His gaze finally swung to Olga Marie, whose face was deathly pale.

"You think this is just about hatred? No—it's only about consequence. The real reason is you, Director Olga Marie."

"Do you truly believe that anyone who saw the course of human history after 2017 could ever think favorably of the Animusphere bloodline?"

"You took over Chaldea after Marisbury's death. I once hoped—you'd become someone different from your father, that you'd stop the inhumane demi-servant experiments with children's lives. I hoped you'd become the true leader he never was."

His tone was flat, clinical; a scientist reading lab notes.

"But you didn't. Out of fear of your father's specter, out of anxiety over your own abilities, out of that pitiful weakness—you carried on, obeyed, and enacted everything he passed down. You disappointed me. I have no more expectations left for you."

"I chose the most extreme method possible to criticize your weakness, and simultaneously, I couldn't bear the foolish hopes I'd once placed in you. I didn't cast you into CHALDEAS to kill you—I cast you in so you could witness exactly what kind of disaster the system you inherited would unleash."

"It was, ironically, by total chance that I ruined Marisbury's plan—hidden under the name of Grand Order."

—Silence. Even heavier, more suffocating than before.

If Steve's proposal had lit the fuse of their anger, Lev's words were the bomb that detonated at the very core of their hearts.

Fujimaru turned to look at Olga Marie in shock. Up until now, he'd never imagined tragedy could have such a backstory of buried weakness and disappointment. In this light, Lev's actions shifted from pure evil to a warped and devastating judgment.

Mash's expression was complicated. Being directly involved, she knew this story inside and out, yet before departing on that journey to restore frozen humanity, she hadn't truly attained full humanity herself—thus always viewed the past with natural tolerance. Now, presented again, doubt and inner conflict colored her feelings.

Olga Marie only stood silently, her body trembling. Lev's every word branded itself red-hot upon her soul. She knew everything he said was true—there was no room to argue.

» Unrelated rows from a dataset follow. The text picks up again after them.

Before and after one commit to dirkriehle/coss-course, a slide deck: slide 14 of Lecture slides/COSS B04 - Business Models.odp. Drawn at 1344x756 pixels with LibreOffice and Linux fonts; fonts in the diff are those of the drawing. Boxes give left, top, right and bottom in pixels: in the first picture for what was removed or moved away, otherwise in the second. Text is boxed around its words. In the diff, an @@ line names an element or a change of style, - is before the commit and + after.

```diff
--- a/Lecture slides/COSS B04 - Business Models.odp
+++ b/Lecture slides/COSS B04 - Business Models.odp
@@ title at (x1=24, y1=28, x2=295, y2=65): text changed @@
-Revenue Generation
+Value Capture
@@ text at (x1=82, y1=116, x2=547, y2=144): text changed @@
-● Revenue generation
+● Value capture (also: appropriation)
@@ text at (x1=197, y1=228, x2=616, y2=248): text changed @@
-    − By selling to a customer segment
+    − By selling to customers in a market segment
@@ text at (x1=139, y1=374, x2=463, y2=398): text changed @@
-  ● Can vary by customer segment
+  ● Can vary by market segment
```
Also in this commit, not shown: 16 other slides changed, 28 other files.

In the end, she realized: she herself, long believing to be an innocent victim, now saw her innocence named the true source of tragedy. The pride and dignity of a monarch were shattered in an instant. She did not cry, nor rail, nor protest. She simply remained standing, fists clenched tight enough to bite her own palms, and let herself drown in endless shame and pain.

At last, the long-frozen atmosphere of the operations room broke. Lev Goetia turned slowly. For the first time, he faced Steve, the mastermind who knew all, his golden eyes utterly serious.

"Very well. Let us bring this farce to an end."

His voice regained its devilish cold. "You dragged me from the mire of time, assembled people who never should have met under one roof. Now tell me, Nameless Caster, weaver of this script—what is your goal? What is it that you wish to perform?"